Someone just told me how her son's kindergarten teacher requested that children not inform other children that Santa is not real.
I am fine with the fact that the teacher requested that. The children should not learn from another child that their parents deliberately lied to them. Their parents should break it to them. They chose to lie they need to take responsibility for it. As you can tell, I struggle to understand why parents would do that to their children.
I don't understand how the short term happiness justifies it. What about that day of reckoning in a few short years? The moment when the child comes crying to his mother and asks for reassurance that Santa is real, and then the cynicism later of how they “always” knew that he had not been real, but with the knowledge that they had been lied too. Who likes knowing that something they had thought was real had been a delusion?
Saint Nicholas died in 347 AD, he is not going to be trying to climb down anyones chimney. Once the children realize that their parents lied to them the discovery is sometimes very hurtful and distressing. I know someone who remembers that moment with vivid clarity- more then they remember the times that they sat on Santa's knee.
Parenting sometimes involves some unplanned hypocrisy, but we try to avoid them as much as possible. So it is strange that so many parents deliberately participate in this tradition.
It is also pretty strange to me that non-catholic parents would even mention him to their children. Why don't they teach them about other Catholic saints too? Oh, wait St Patrick.. OK besides him..
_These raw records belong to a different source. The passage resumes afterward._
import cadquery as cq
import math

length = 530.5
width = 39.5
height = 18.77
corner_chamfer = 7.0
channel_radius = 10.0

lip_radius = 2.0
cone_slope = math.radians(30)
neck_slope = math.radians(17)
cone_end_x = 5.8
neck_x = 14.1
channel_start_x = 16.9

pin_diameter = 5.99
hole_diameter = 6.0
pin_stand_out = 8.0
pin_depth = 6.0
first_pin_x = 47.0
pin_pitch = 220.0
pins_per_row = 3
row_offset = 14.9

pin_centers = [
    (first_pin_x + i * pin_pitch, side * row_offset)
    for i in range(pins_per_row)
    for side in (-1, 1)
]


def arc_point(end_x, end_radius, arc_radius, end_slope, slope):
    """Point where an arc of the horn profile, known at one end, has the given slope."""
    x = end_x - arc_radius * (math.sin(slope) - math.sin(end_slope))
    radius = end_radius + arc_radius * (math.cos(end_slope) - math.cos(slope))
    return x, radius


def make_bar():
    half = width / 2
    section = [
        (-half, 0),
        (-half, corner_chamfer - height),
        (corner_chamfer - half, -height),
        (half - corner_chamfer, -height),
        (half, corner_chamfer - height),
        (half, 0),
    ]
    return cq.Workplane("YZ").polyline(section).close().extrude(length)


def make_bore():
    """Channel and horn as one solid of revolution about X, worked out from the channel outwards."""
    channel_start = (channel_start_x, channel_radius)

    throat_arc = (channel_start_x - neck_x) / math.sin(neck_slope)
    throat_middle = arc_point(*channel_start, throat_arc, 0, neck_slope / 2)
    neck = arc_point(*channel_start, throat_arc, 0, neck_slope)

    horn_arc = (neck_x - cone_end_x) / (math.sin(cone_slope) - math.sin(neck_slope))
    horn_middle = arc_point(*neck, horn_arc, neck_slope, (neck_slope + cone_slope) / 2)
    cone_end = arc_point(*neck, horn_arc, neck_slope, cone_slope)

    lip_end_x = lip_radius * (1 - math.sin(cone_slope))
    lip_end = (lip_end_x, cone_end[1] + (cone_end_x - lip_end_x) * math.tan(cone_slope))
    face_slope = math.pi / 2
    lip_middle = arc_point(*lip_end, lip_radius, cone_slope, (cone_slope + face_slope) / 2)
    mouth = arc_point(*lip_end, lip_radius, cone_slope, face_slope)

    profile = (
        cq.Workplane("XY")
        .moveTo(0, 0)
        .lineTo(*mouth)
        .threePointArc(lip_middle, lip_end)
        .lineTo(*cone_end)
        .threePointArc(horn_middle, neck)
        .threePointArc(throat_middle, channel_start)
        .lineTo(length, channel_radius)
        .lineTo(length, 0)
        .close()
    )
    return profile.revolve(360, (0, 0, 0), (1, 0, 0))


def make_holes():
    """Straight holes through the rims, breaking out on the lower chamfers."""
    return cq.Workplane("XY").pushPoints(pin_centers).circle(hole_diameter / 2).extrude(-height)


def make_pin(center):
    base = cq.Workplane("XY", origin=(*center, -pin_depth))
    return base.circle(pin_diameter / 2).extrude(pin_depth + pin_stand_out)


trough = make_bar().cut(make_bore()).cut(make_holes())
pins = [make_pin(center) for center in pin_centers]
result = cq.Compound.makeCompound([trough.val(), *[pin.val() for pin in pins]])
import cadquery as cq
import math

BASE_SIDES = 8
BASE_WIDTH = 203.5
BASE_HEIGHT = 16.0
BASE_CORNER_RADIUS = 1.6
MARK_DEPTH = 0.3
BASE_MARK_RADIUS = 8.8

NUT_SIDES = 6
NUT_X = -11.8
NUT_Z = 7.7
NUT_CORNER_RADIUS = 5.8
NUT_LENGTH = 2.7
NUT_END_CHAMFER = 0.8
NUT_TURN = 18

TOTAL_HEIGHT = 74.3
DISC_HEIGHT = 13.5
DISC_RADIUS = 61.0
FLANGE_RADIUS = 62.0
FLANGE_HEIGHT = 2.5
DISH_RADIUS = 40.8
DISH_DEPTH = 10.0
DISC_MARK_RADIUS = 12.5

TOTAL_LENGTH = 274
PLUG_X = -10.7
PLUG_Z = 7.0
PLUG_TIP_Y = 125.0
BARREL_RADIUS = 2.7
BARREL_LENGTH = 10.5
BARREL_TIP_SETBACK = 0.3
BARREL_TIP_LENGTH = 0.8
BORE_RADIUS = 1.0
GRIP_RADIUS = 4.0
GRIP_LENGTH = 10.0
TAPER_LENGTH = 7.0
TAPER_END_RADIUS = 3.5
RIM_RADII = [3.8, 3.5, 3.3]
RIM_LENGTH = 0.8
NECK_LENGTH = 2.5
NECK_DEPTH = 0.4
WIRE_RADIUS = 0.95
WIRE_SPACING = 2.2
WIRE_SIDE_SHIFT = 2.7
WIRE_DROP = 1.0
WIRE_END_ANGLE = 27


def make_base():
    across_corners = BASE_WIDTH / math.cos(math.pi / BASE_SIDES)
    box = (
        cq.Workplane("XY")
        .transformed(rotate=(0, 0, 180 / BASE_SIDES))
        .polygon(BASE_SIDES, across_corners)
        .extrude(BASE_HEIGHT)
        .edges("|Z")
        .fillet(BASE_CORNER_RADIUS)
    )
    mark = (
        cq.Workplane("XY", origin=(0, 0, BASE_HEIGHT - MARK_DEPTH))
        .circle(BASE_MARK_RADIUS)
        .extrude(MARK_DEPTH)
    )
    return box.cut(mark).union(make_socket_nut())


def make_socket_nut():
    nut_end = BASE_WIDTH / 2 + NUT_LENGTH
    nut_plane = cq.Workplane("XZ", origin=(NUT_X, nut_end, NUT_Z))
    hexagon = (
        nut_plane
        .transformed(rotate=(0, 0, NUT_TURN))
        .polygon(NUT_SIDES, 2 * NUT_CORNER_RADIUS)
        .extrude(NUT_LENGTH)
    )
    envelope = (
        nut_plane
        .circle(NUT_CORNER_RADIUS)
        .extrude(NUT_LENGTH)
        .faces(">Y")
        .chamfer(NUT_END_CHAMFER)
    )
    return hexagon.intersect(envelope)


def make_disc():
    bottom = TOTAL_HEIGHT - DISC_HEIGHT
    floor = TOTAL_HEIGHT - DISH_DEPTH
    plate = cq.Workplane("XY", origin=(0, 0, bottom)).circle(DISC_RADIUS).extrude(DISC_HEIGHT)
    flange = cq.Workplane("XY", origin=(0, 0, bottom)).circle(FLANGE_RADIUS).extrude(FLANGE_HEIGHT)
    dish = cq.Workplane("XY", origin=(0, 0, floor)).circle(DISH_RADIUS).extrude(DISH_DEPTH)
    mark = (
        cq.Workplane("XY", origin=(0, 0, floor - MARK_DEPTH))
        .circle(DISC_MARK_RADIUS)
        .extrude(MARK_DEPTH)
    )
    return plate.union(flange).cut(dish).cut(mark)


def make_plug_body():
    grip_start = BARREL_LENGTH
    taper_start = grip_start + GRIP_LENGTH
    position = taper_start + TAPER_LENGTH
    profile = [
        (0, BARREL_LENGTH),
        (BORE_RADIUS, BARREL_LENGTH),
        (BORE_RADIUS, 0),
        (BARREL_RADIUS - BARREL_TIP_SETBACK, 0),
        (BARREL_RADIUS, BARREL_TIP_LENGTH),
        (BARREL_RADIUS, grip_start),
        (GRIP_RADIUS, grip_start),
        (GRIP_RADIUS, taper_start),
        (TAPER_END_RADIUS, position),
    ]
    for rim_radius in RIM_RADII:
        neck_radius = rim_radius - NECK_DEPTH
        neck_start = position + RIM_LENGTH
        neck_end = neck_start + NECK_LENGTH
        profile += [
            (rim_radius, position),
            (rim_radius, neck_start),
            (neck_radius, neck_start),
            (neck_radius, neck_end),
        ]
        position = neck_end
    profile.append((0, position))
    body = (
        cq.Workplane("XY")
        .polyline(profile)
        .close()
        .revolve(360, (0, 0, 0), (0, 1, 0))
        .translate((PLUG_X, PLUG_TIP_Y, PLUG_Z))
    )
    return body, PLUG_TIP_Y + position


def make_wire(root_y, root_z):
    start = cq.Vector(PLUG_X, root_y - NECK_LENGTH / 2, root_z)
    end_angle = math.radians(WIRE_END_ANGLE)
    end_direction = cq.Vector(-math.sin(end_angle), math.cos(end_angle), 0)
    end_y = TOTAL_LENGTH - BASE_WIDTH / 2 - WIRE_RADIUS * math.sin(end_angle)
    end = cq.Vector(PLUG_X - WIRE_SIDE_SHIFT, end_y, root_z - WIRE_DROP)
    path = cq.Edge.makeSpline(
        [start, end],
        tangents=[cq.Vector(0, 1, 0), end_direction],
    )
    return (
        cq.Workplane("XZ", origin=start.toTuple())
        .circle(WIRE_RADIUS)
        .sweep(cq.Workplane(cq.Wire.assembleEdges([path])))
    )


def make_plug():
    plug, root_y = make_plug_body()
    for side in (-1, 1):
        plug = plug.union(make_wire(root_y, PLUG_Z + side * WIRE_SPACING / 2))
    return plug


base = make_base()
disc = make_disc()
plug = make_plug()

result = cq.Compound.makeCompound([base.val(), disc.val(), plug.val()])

Another thing that I find a bit disconcerting is how Saint Nicholas takes on many of God's roles.
This song is a great example:
You better watch out
You better not cry
Better not pout
I'm telling you why
Santa Claus is coming to town
He's making a list
And checking it twice;
Gonna find out Who's naughty and nice
Santa Claus is coming to town
He sees you when you're sleeping
He knows when you're awake
He knows if you've been bad or good..
He knows when you have been good or bad?!? Umm.. that, I thought, was only applicable to God and to his son Jesus Christ! Every time I hear this song in grocery stores I cringe at how blasphemous it is.
Before parents choose to tell their children about a jolly old Saint Nick, they should be responsible about their decision and do the research first, think about it and then decide.
Don't do it just because it is nice now. Forget the media. These are your children that you are trying to raise. Precious gifts from the God who watches over them as they sleep and while they are awake, who knows whether you have lied or whether you chose to tell your children the truth.